Join of files is incomplete?!

Hi folks,

I am using the join command to join two files on a common field as follows:

File1.txt
Adsorption|H01.181.529.047
Adult|M01.060.116
Children|M01.055

File2.txt
5|Adsorption|C0001674
7|Adult|C000001
6|Children|C00002

join -i -t "|" -a 2 -1 1 -2 2 File1.txt File2.txt

This works fine for some lines but not all - Adult is missed whatever I try to do e.g. put to lower case etc?

Adsorption|H01.181.529.047|5|C0001674
7|Adult|C000001
Children|M01.055|6|C00002

What os are you using? What does -i do with your version of join? I don't have a "join" that supports -i. But, using your data files...

$ cat File1.txt
Adsorption|H01.181.529.047
Adult|M01.060.116
Children|M01.055
$ cat File2.txt
5|Adsorption|C0001674
7|Adult|C000001
6|Children|C00002
$
$
$ join -t "|" -a 2 -1 1 -2 2 File1.txt File2.txt
Adsorption|H01.181.529.047|5|C0001674
Adult|M01.060.116|7|C000001
Children|M01.055|6|C00002
$

Hmmm, thanks for that.

I am using FedoraCore 2 Linux with join (coreutils) 5.2.1, May 2004.

It must be a problem with my version of join then, what OS are you on?

The -i flag is just for case-insensitive matching.

Cheers

There's this from the 'join' manual at www.gnu.org

'Either file1 or file2 (but not both) can be `-', meaning standard input. file1 and file2 should be already sorted in increasing textual order on the join fields, using the collating sequence specified by the LC_COLLATE locale...'

Another site mentions that:-

'However, as a GNU extension, if the input has no unpairable lines the sort order can be any order that considers two fields to be equal if and only if the sort comparison described above considers them to be equal.'

Which suggests to me that experimenting with the LC_COLLATE environment variable may allow the command to work.
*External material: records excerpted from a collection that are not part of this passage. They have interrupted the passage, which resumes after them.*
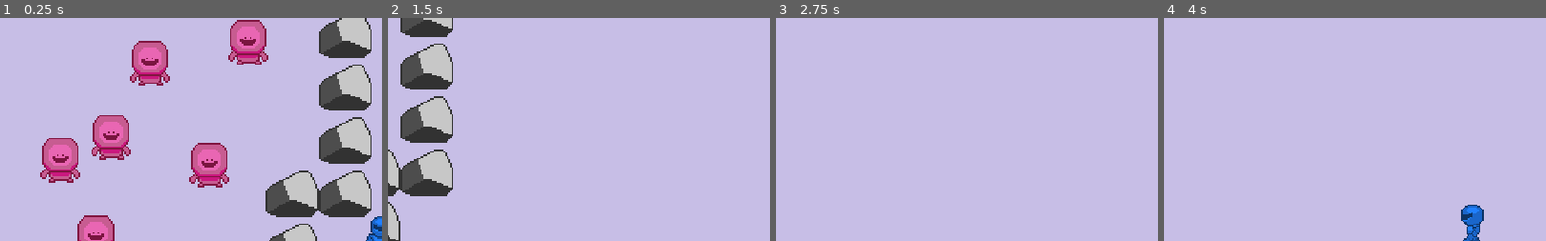
Above: before the commit, frames 1-4 (left to right).
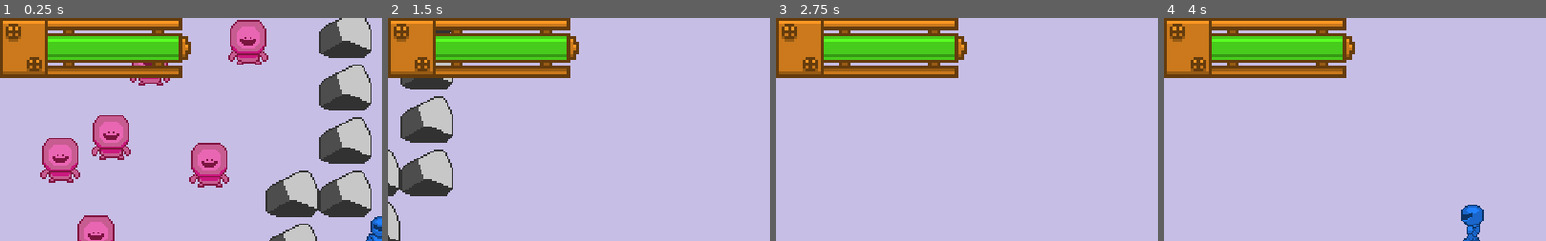
Above: after the commit, the same moments.

Repository: FREQ-E/Hanno
Game: Godot game, scene res://levels/test/test.tscn
Same seed, same stepped clock (60 frames per second), same inputs: the game is played once before the commit and once after it.
Inputs:
- Up to frame 1 (0.25 s): no input
- Up to frame 2 (1.5 s): hold D (move right) 0.53-1.28 s; hold Space (sprint) 0.53-1.28 s; hold S (move down) from 1.28 s (still down); tap Space (sprint) at 1.35 s
- Up to frame 3 (2.75 s): release S (move down) at 2.03 s; hold D (move right) from 2.03 s (still down); hold Space (sprint) from 2.03 s (still down)
- Up to frame 4 (4 s): release D (move right) at 2.78 s; release Space (sprint) at 2.78 s; hold W (move up) 2.78-3.53 s; tap Space (sprint) at 2.85 s; hold A (move left) from 3.53 s (still down); hold Space (sprint) from 3.53 s (still down)
The pictures show only the part of the screen within x 0-50%, y 0-50%; the shares and areas given below are measured in that part.

The runs differ from the first frame. In frame 1, 12% of the frame differs, in the area x 0-50%, y 0-27%; in frame 2, 12%; in frame 3, 12%; in frame 4, 12%.

Commit message:
health bar added

Diff:
--- a/actors/player1/player1.tscn
+++ b/actors/player1/player1.tscn
@@ -7,6 +7,7 @@
 [ext_resource path="res://actors/character_animator.gd" type="Script" id=5]
 [ext_resource path="res://actors/player1/Front-Sheet.png" type="Texture" id=6]
 [ext_resource path="res://actors/player1/Back-Sheet.png" type="Texture" id=7]
+[ext_resource path="res://actors/ui1/ui1.tscn" type="PackedScene" id=8]
 
 [sub_resource type="AtlasTexture" id=1]
 atlas = ExtResource( 6 )
@@ -86,7 +87,7 @@
 scale = Vector2( 3, 3 )
 frames = SubResource( 13 )
 animation = "walk_down"
-frame = 3
+frame = 1
 playing = true
 script = ExtResource( 5 )
 
@@ -102,3 +103,5 @@
 [node name="NodeFlag" type="Node" parent="."]
 script = ExtResource( 3 )
 property_name = "player"
+
+[node name="CanvasLayer" parent="." instance=ExtResource( 8 )]
--- /dev/null
+++ b/actors/ui1/ui1.tscn
@@ -0,0 +1,55 @@
+[gd_scene load_steps=4 format=2]
+
+[ext_resource path="res://actors/ui1/Health Shell.png" type="Texture" id=1]
+[ext_resource path="res://actors/ui1/Health Bar.png" type="Texture" id=2]
+
+[sub_resource type="GDScript" id=1]
+script/source = "# This is a built in script for the health bar
+# built in because its dead simple and doesnt need to be used elsewhere
+# max value should always be one; Change the step
+extends TextureProgress
+
+
+var health_source: Damageable
+
+
+# Called when the node enters the scene tree for the first time.
+func _ready():
+	if is_instance_valid(GlobalData.player):
+		yield(GlobalData, \"player_changed\")
+
+	health_source = GlobalData.player.get_node(\"Damageable\")
+	health_source.connect(\"healed\", self, \"update_progress\")
+	health_source.connect(\"damaged\", self, \"update_progress\")
+	update_progress(null)
+
+
+func update_progress(_value) -> void:
+	value = health_source.health / health_source.max_health
+"
+
+[node name="CanvasLayer" type="CanvasLayer"]
+
+[node name="TextureRect" type="TextureRect" parent="."]
+margin_top = -24.1602
+margin_right = 64.0
+margin_bottom = 15.8398
+rect_scale = Vector2( 4, 4 )
+texture = ExtResource( 1 )
+__meta__ = {
+"_edit_use_anchors_": false
+}
+
+[node name="TextureProgress" type="TextureProgress" parent="TextureRect"]
+margin_left = 15.5563
+margin_top = 11.6231
+margin_right = 59.5564
+margin_bottom = 51.6231
+max_value = 1.0
+step = 0.1
+value = 1.0
+texture_progress = ExtResource( 2 )
+script = SubResource( 1 )
+__meta__ = {
+"_edit_use_anchors_": false
+}
Not shown: 1 places in actors/player1/player1.tscn that only renumber resources
Binary file added: actors/ui1/Health Bar.png
Not shown, added: actors/ui1/Health Bar.png.import
Binary file added: actors/ui1/Health Shell.png
Not shown, added: actors/ui1/Health Shell.png.import
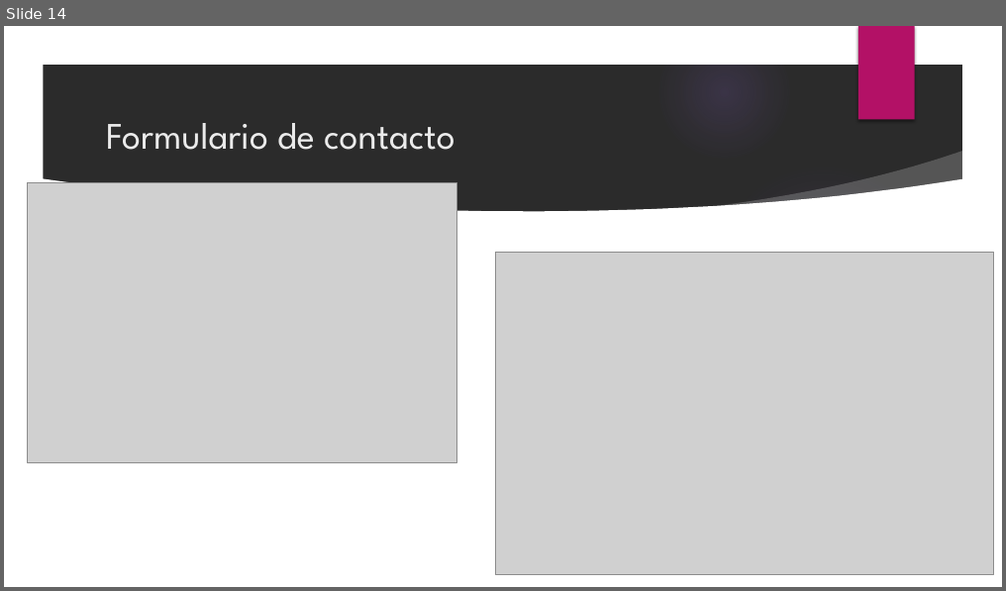
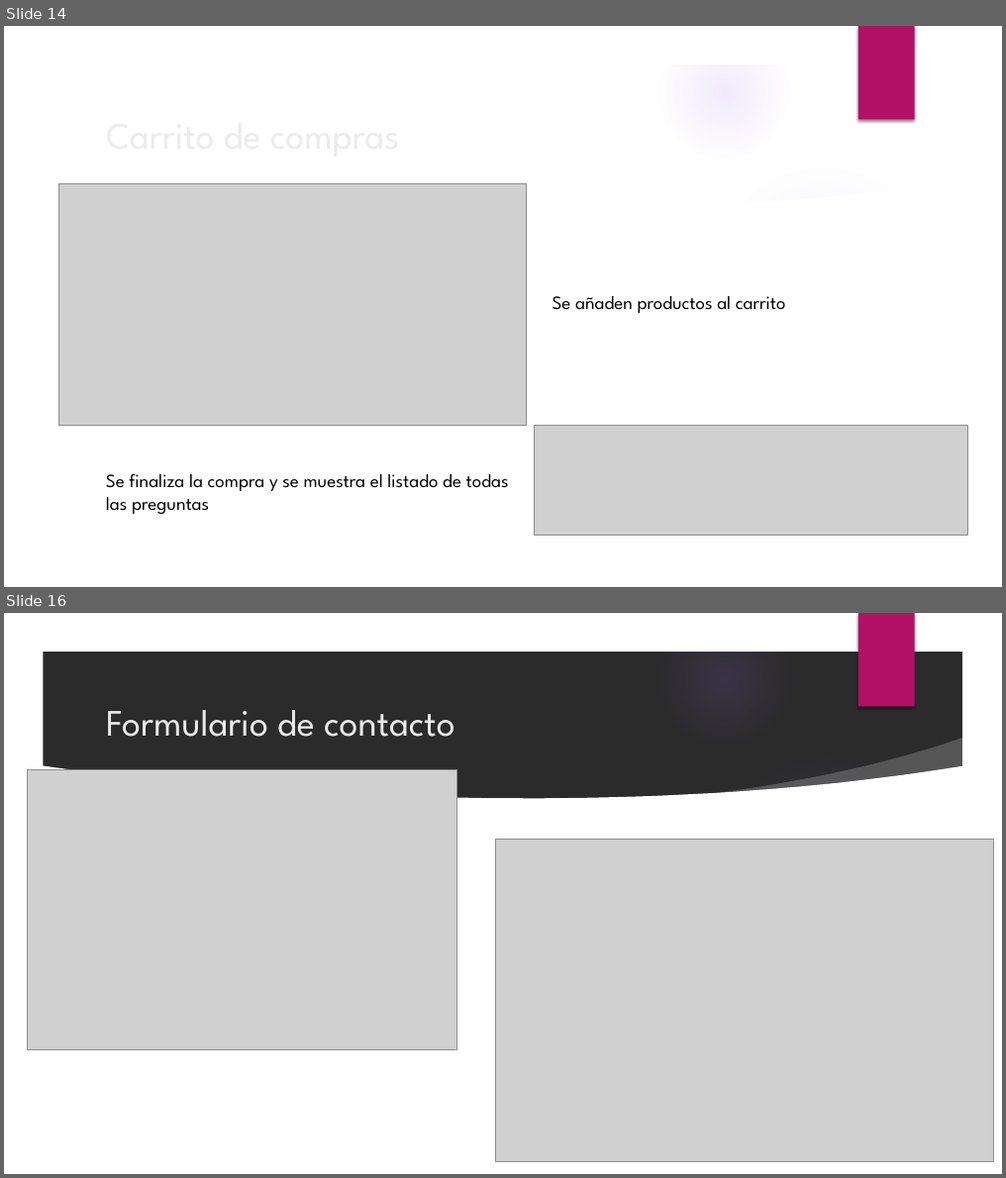
Before and after one commit to KathyLiz/ProyectoJavascript-2, a slide deck: Diapositivas.pptx. Shown one above the other, each under a label of ours: slide 14 before the commit, slides 14 and 16 after it; the slides between them are not shown. The pictures are 1006x591 and 1006x1178 pixels, drawn with LibreOffice and Linux fonts; fonts in the diff are those of the drawing; grey boxes stand for pictures; background and template pictures are left out; a plain dark background stands for a picture behind light text. Boxes give left, top, right and bottom in pixels: in the first picture for what was removed or moved away, otherwise in the second. Text is boxed around its words. In the diff, an @@ line names an element or a change of style, - is before the commit and + after.

Commit message:
Se añaden más slides a las diapositivas

```diff
--- a/Diapositivas.pptx
+++ b/Diapositivas.pptx
@@ slide 14 added at box(4, 26, 1002, 587), background picture (left out); not listed: 9 template elements that a slide beside it also shows @@
@@ title added at box(98, 105, 816, 163), 36 pt, text #EBEBEB @@
+Carrito de compras
@@ picture added at box(58, 184, 527, 426) @@
@@ text added at box(552, 296, 786, 313), 18 pt, text #000000 @@
+Se añaden productos al carrito
@@ picture added at box(535, 426, 968, 536) @@
@@ text added at box(106, 473, 509, 514), 18 pt, text #000000 @@
+Se finaliza la compra y se muestra el listado de todas las preguntas
@@ what was slide 14 is now slide 16 @@
```
Also in this commit, not shown: 1 slide changed, 1 other slide added, 1 other file.

With no -i, it works with HP-UX, Solaris, and even Redhat 7.2. Redhat does support the -i option so I tried that as well. Still works.

Fedora - Linux localhost.localdomain 2.6.11-1.1369_FC4
Works just fine.

System - SunOS 5.9

I am using Unix join to join the following two files.

FileA
_______________
1,-1
3,-1
5,-1
49,-3
51,-1
52,-1
53,-1
54,-1
56,-2
57,-2
61,-1
62,-2
65,-1
66,-2
71,-1
72,-2
81,-3
82,-3
91,-4
99,-1
100,-5

FileB
________
1,2222
3,3222
5,2342
11,2418
15,1890
16,2445
20,2465
21,1889
30,1588
30,1888
31,2887
40,3423
45,4321
49,2345
51,5567
52,5210
53,4444
54,4567
56,1111
57,5678
61,6754
62,6742
65,1231
66,6765
71,1234
71,1991
72,7168
81,7777
82,8765
91,8766
99,9812
99,9998
100,8888
100,8981

First I sort them as -

sort -b -n -t ',' +0 FileA > A_sort
sort -b -n -t ',' +0 FileB > B_sort

Then I join them as,
join -t ',' -j1 1 -j2 1 -o 0 1.2 2.2 A_sort B_sort

and get -
1,2222,-1
3,3222,-1
5,2342,-1
51,5567,-1
52,5210,-1
53,4444,-1
54,4567,-1
56,1111,-2
57,5678,-2
61,6754,-1
62,6742,-2
65,1231,-1
66,6765,-2
71,1234,-1
71,1991,-1
72,7168,-2
81,7777,-3
82,8765,-3
91,8766,-4
99,9812,-1
99,9998,-1

I miss the following - :confused:
49,2345,-3
100,8888,-5
100,8981,-5

Why is this happening? Are they being internally treated as character though I specify -n in sort? What do i need to do? btw, both LC_COLLATE and LC_CTYPE are set to "". Should I set them as POSIX or C or something?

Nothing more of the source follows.